Restate all the lines below word for word, but omit the pictures.
======== EXCERPTED DATA
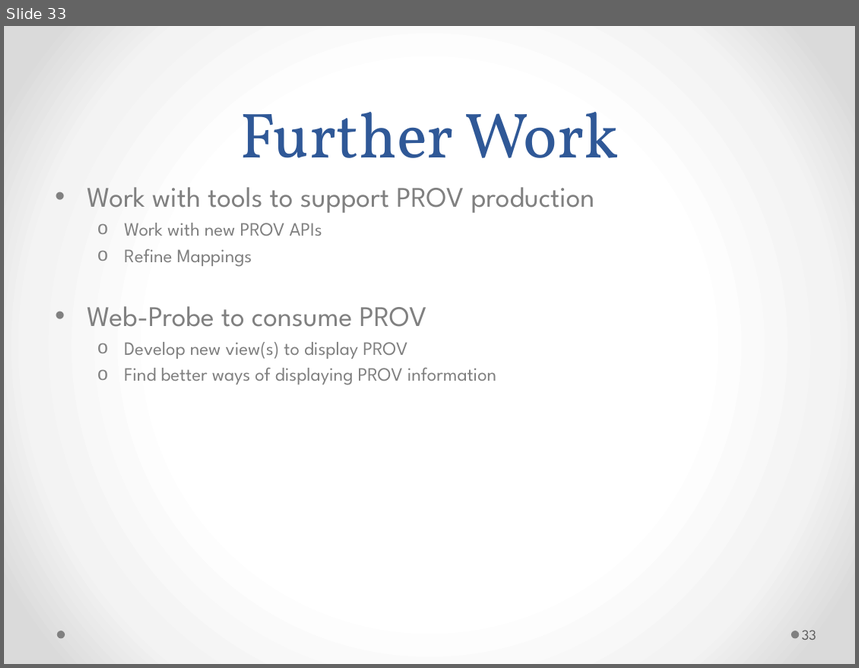
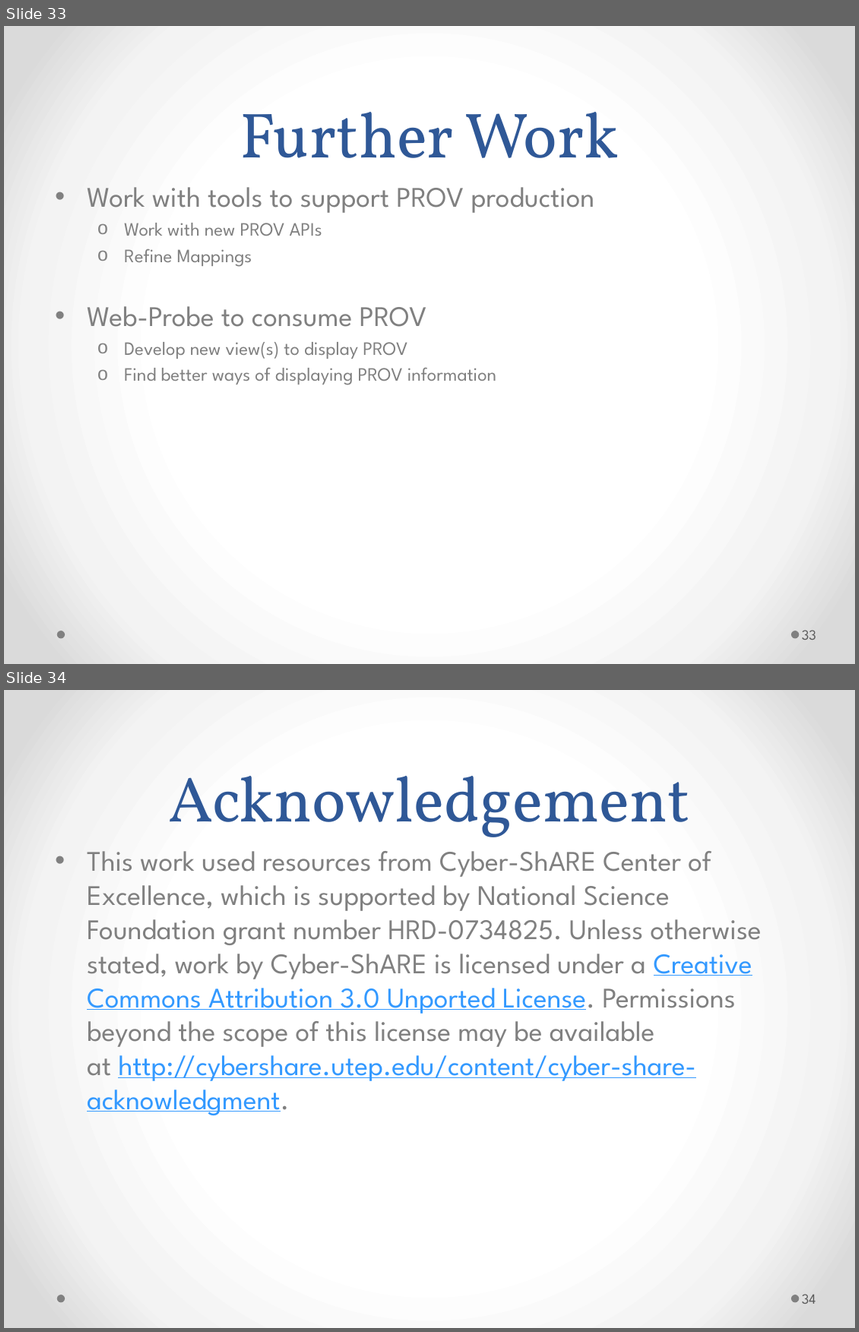
Before and after one commit to hdporras/Web-Probe, a slide deck: doc/PML 2 to PROV.pptx. Shown one above the other, each under a label of ours: slide 33 before the commit, slides 33 and 34 after it. The pictures are 859x668 and 859x1332 pixels, drawn with LibreOffice and Linux fonts; fonts in the diff are those of the drawing. Boxes give left, top, right and bottom in pixels: in the first picture for what was removed or moved away, otherwise in the second. Text is boxed around its words. In the diff, an @@ line names an element or a change of style, - is before the commit and + after.

```diff
--- a/doc/PML 2 to PROV.pptx
+++ b/doc/PML 2 to PROV.pptx
@@ slide 34 added at box(4, 690, 855, 1328), background gradient #FFFFFF to #F4F4F4 to #DADADA; not listed: 2 template elements that a slide beside it also shows @@
@@ title added at box(169, 776, 691, 837), 54 pt, text #2F5897 @@
+Acknowledgement
@@ text added at box(87, 851, 762, 1116), 24 pt, text #808080 @@
+• This work used resources from Cyber-ShARE Center of Excellence, which is supported by National Science Foundation grant number HRD-0734825. Unless otherwise stated, work by Cyber-ShARE is licensed under a Creative Commons Attribution 3.0 Unported License. Permissions beyond the scope of this license may be available at http://cybershare.utep.edu/content/cyber-share-acknowledgment.
@@ page number added at box(802, 1294, 816, 1304), 12 pt, text #595959 @@
+34
```
Also in this commit, not shown: 3 other files.
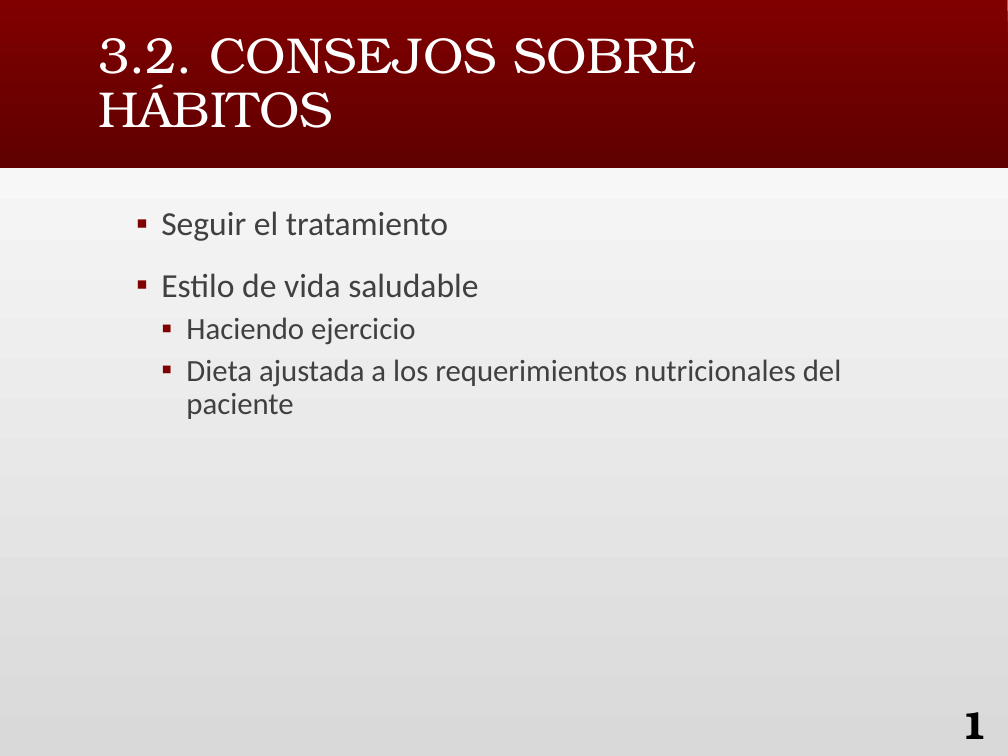
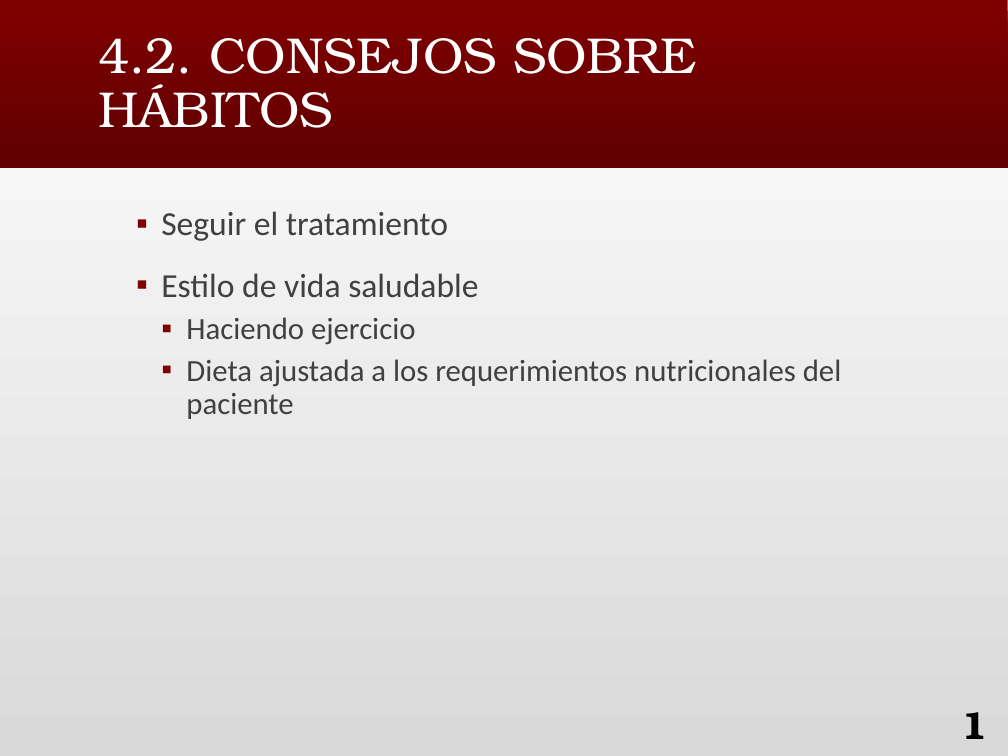
Before and after one commit to nerachan/far, a slide deck: slide 16 of 2.2 FAR/PS/Ejercicios/Trabajo/VIH.pptx (slide 14 before the commit). Drawn at 1008x756 pixels with LibreOffice and Linux fonts; fonts in the diff are those of the drawing. Boxes give left, top, right and bottom in pixels: in the first picture for what was removed or moved away, otherwise in the second. Text is boxed around its words. In the diff, an @@ line names an element or a change of style, - is before the commit and + after.

```diff
--- a/2.2 FAR/PS/Ejercicios/Trabajo/VIH.pptx
+++ b/2.2 FAR/PS/Ejercicios/Trabajo/VIH.pptx
@@ title at [98,38,696,128]: text changed @@
-3.2. CONSEJOS SOBRE HÁBITOS
+4.2. CONSEJOS SOBRE HÁBITOS
```
Also in this commit, not shown: 11 other slides changed, 3 slides added, 1 slide removed, 3 other files.
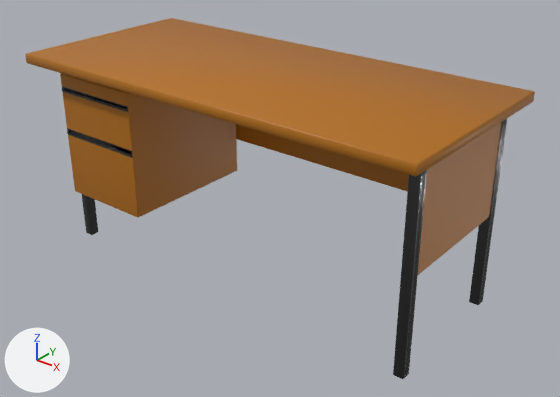
An edit to the Blender file Assets/GameAssets/Blender/teacher_desk.blend, drawn before and after from the same camera.
Before and after are seen from a 50 mm camera at (4.47, -4.7, 4.16) aimed at (0.2, 0.64, 0.85). The lights are fixed; the arrows at lower left show +X, +Y and +Z.

The older version as bpy lines, for what is in view:
```python
ob_back_board = bpy.data.objects.new('back_board', me_cube_008)
ob_back_board.location = (0.0, 1.4, 1.42)
ob_back_board.scale = (1.0, 0.8, 1.0)
ob_drawers = bpy.data.objects.new('drawers', me_cube_005)
ob_drawers.location = (-1.45, 0.7, 1.4)
ob_front_legs = bpy.data.objects.new('front_legs', me_cube_003)
ob_front_legs.location = (0.0, 0.0, 0.0)
ob_right_board = bpy.data.objects.new('right_board', me_cube_007)
ob_right_board.location = (2.0, 0.7, 1.0)
ob_right_board.scale = (0.8, 1.0, 1.0)
ob_surface = bpy.data.objects.new('surface', me_cube_004)
ob_surface.location = (0.0, 0.6, 2.053)
# also in view: 'back_legs' at (0.0, 1.4, 0.99)
```
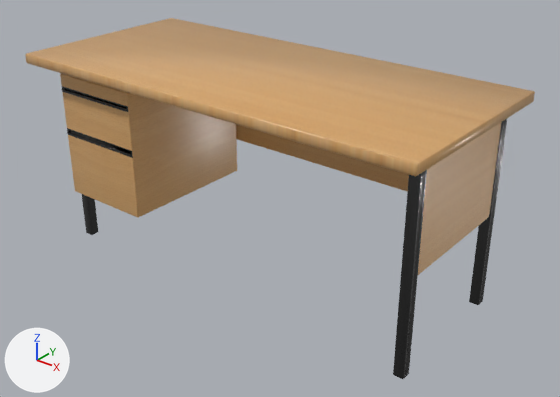
The change, as JSON lines over the scene's bpy script:
```json
{"op": "add", "block": "img_desk_surface_png", "code": ["img_desk_surface_png = load_image('desk_surface.png', '../Textures/Desk/desk_surface.png', 800, 800, 'sRGB')"]}
{"op": "remove", "block": "mat_wood_material", "code": "mat_wood_material.base_color = (0.458, 0.16, 0.00525)  # orange #b46f10"}
{"op": "add", "block": "mat_wood_material", "code": "mat_wood_material.texture = img_desk_surface_png"}
{"op": "set", "path": "mat_wood_material.roughness", "old": "0.5", "new": "0.3"}
```

Location of each change, [x1, y1, x2, y2] in pixels of the pictures (560 x 397 px):
```json
{"object": "surface", "change": "surface changed", "before": [26, 18, 535, 177], "after": [26, 18, 535, 177]}
{"object": "drawers", "change": "surface changed", "before": [60, 73, 237, 217], "after": [60, 73, 237, 217]}
{"object": "right_board", "change": "surface changed", "before": [418, 122, 502, 275], "after": [418, 122, 502, 275], "on screen": "brown to beige"}
{"object": "back_board", "change": "surface changed", "before": [236, 124, 409, 192], "after": [236, 124, 409, 192]}
```
================
▸ **EXERCISE RESULT**
Before and after one commit to hdporras/Web-Probe, a slide deck: doc/PML 2 to PROV.pptx. Shown one above the other, each under a label of ours: slide 33 before the commit, slides 33 and 34 after it. The pictures are 859x668 and 859x1332 pixels, drawn with LibreOffice and Linux fonts; fonts in the diff are those of the drawing. Boxes give left, top, right and bottom in pixels: in the first picture for what was removed or moved away, otherwise in the second. Text is boxed around its words. In the diff, an @@ line names an element or a change of style, - is before the commit and + after.

```diff
--- a/doc/PML 2 to PROV.pptx
+++ b/doc/PML 2 to PROV.pptx
@@ slide 34 added at box(4, 690, 855, 1328), background gradient #FFFFFF to #F4F4F4 to #DADADA; not listed: 2 template elements that a slide beside it also shows @@
@@ title added at box(169, 776, 691, 837), 54 pt, text #2F5897 @@
+Acknowledgement
@@ text added at box(87, 851, 762, 1116), 24 pt, text #808080 @@
+• This work used resources from Cyber-ShARE Center of Excellence, which is supported by National Science Foundation grant number HRD-0734825. Unless otherwise stated, work by Cyber-ShARE is licensed under a Creative Commons Attribution 3.0 Unported License. Permissions beyond the scope of this license may be available at http://cybershare.utep.edu/content/cyber-share-acknowledgment.
@@ page number added at box(802, 1294, 816, 1304), 12 pt, text #595959 @@
+34
```
Also in this commit, not shown: 3 other files.
Before and after one commit to nerachan/far, a slide deck: slide 16 of 2.2 FAR/PS/Ejercicios/Trabajo/VIH.pptx (slide 14 before the commit). Drawn at 1008x756 pixels with LibreOffice and Linux fonts; fonts in the diff are those of the drawing. Boxes give left, top, right and bottom in pixels: in the first picture for what was removed or moved away, otherwise in the second. Text is boxed around its words. In the diff, an @@ line names an element or a change of style, - is before the commit and + after.

```diff
--- a/2.2 FAR/PS/Ejercicios/Trabajo/VIH.pptx
+++ b/2.2 FAR/PS/Ejercicios/Trabajo/VIH.pptx
@@ title at [98,38,696,128]: text changed @@
-3.2. CONSEJOS SOBRE HÁBITOS
+4.2. CONSEJOS SOBRE HÁBITOS
```
Also in this commit, not shown: 11 other slides changed, 3 slides added, 1 slide removed, 3 other files.
An edit to the Blender file Assets/GameAssets/Blender/teacher_desk.blend, drawn before and after from the same camera.
Before and after are seen from a 50 mm camera at (4.47, -4.7, 4.16) aimed at (0.2, 0.64, 0.85). The lights are fixed; the arrows at lower left show +X, +Y and +Z.

The older version as bpy lines, for what is in view:
```python
ob_back_board = bpy.data.objects.new('back_board', me_cube_008)
ob_back_board.location = (0.0, 1.4, 1.42)
ob_back_board.scale = (1.0, 0.8, 1.0)
ob_drawers = bpy.data.objects.new('drawers', me_cube_005)
ob_drawers.location = (-1.45, 0.7, 1.4)
ob_front_legs = bpy.data.objects.new('front_legs', me_cube_003)
ob_front_legs.location = (0.0, 0.0, 0.0)
ob_right_board = bpy.data.objects.new('right_board', me_cube_007)
ob_right_board.location = (2.0, 0.7, 1.0)
ob_right_board.scale = (0.8, 1.0, 1.0)
ob_surface = bpy.data.objects.new('surface', me_cube_004)
ob_surface.location = (0.0, 0.6, 2.053)
# also in view: 'back_legs' at (0.0, 1.4, 0.99)
```
The change, as JSON lines over the scene's bpy script:
```json
{"op": "add", "block": "img_desk_surface_png", "code": ["img_desk_surface_png = load_image('desk_surface.png', '../Textures/Desk/desk_surface.png', 800, 800, 'sRGB')"]}
{"op": "remove", "block": "mat_wood_material", "code": "mat_wood_material.base_color = (0.458, 0.16, 0.00525)  # orange #b46f10"}
{"op": "add", "block": "mat_wood_material", "code": "mat_wood_material.texture = img_desk_surface_png"}
{"op": "set", "path": "mat_wood_material.roughness", "old": "0.5", "new": "0.3"}
```

Location of each change, [x1, y1, x2, y2] in pixels of the pictures (560 x 397 px):
```json
{"object": "surface", "change": "surface changed", "before": [26, 18, 535, 177], "after": [26, 18, 535, 177]}
{"object": "drawers", "change": "surface changed", "before": [60, 73, 237, 217], "after": [60, 73, 237, 217]}
{"object": "right_board", "change": "surface changed", "before": [418, 122, 502, 275], "after": [418, 122, 502, 275], "on screen": "brown to beige"}
{"object": "back_board", "change": "surface changed", "before": [236, 124, 409, 192], "after": [236, 124, 409, 192]}
```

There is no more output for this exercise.